The secretary of defense serves as the head of the Department of Defense and reports directly to the president who remains commander-in-chief of all U.S. Armed Forces. Operational command authority flows from the president to the secretary of defense and then to commanders of Combatant Commands following the Goldwater-Nichols Act in 1986.

What are the four national intelligence services operating under Department of Defense jurisdiction?

Four national intelligence services operate under DoD jurisdiction including the Defense Intelligence Agency, National Security Agency, National Geospatial-Intelligence Agency, and National Reconnaissance Office.
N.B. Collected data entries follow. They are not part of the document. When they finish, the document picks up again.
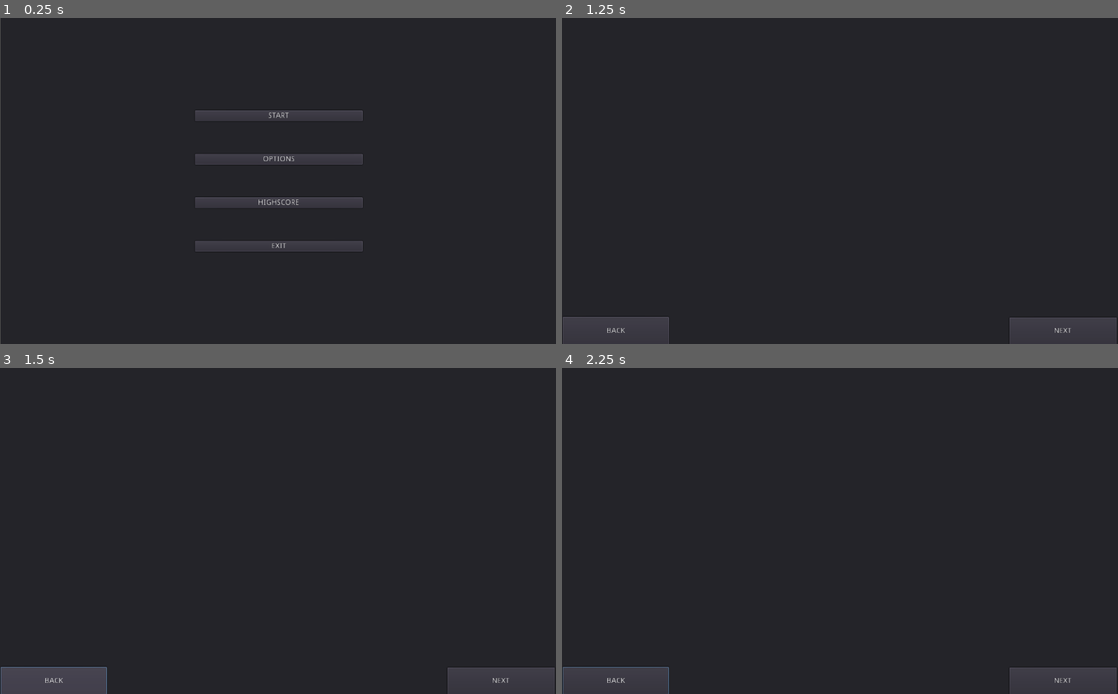
Above: before the commit, frames 1-4 (two rows, left to right).
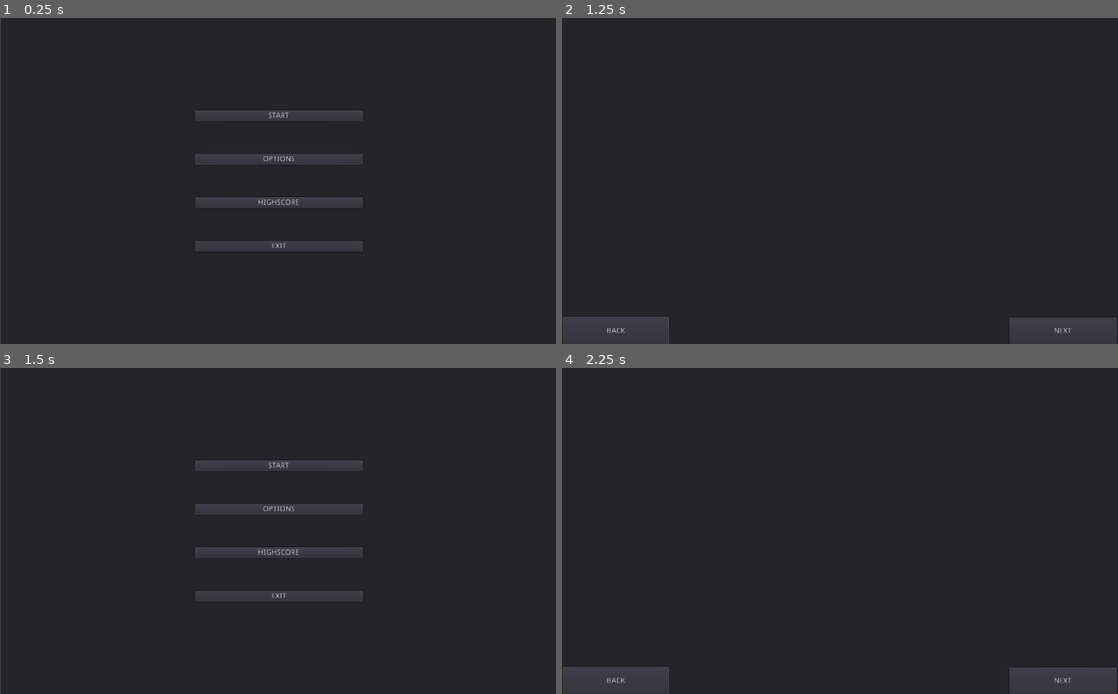
Above: after the commit, the same moments.

Repository: DominikWolek/bomber-game
Game: Godot game, scene res://GUI/MainMenuScene.tscn
Same seed, same stepped clock (60 frames per second), same inputs: the game is played once before the commit and once after it.
Inputs (mouse positions are in pixels of both pictures, inside the frame that each line leads up to):
- Up to frame 1 (0.25 s): no input
- Up to frame 2 (1.25 s): click "START" at 0.5 s
- Up to frame 3 (1.5 s): click "BACK" at 1.25 s
- Up to frame 4 (2.25 s): click (840, 465) at 2 s, where only the run after the commit has a clickable "START"

Frames 1-2 are identical in both runs. In frame 3, 5.2% of the frame differs, in the area x 0-100%, y 0-100%; in frame 4, less than 0.1%.

Commit message:
FirstStartScene

Diff:
--- a/Bomberman/GUI/FirstStartScene.tscn
+++ b/Bomberman/GUI/FirstStartScene.tscn
@@ -1,4 +1,6 @@
-[gd_scene format=2]
+[gd_scene load_steps=2 format=2]
+
+[ext_resource path="res://GUI/BackButton.gd" type="Script" id=1]
 
 [node name="Node2D" type="Node2D"]
 
@@ -6,16 +8,19 @@
 margin_right = 1025.0
 margin_bottom = 602.0
 
-[node name="Button" type="Button" parent="Panel"]
+[node name="BackButton" type="Button" parent="Panel"]
 margin_left = 1.22772
 margin_top = 550.027
 margin_right = 197.228
 margin_bottom = 602.027
 text = "BACK"
+script = ExtResource( 1 )
 
-[node name="Button2" type="Button" parent="Panel"]
+[node name="NextButton" type="Button" parent="Panel"]
 margin_left = 823.812
 margin_top = 551.0
 margin_right = 1021.81
 margin_bottom = 602.0
 text = "NEXT"
+
+[connection signal="pressed" from="Panel/BackButton" to="Panel/BackButton" method="_on_BackButton_pressed"]

These organizations work together to provide comprehensive intelligence coverage for military operations worldwide while fulfilling requirements for national policymakers and war planners.

How much did the Department of Defense spend in fiscal year 2019?

Fiscal year 2019 budget totaled approximately $686 billion in discretionary spending plus $8.99 billion mandatory spending reaching $695 billion combined total. This figure represented 3.15% of gross domestic product accounting for approximately 38% of global military budgeted spending combined with the next seven largest militaries.

Why has the Pentagon failed multiple audits since 1992?

Department officials annually report to Congress that their books exist in such disarray that conducting proper audits proves impossible. The department failed its fifth consecutive audit in 2022 unable to account for more than 60% of its $3.5 trillion asset portfolio due to systemic problems preventing accurate financial tracking across massive organizational structures spanning decades.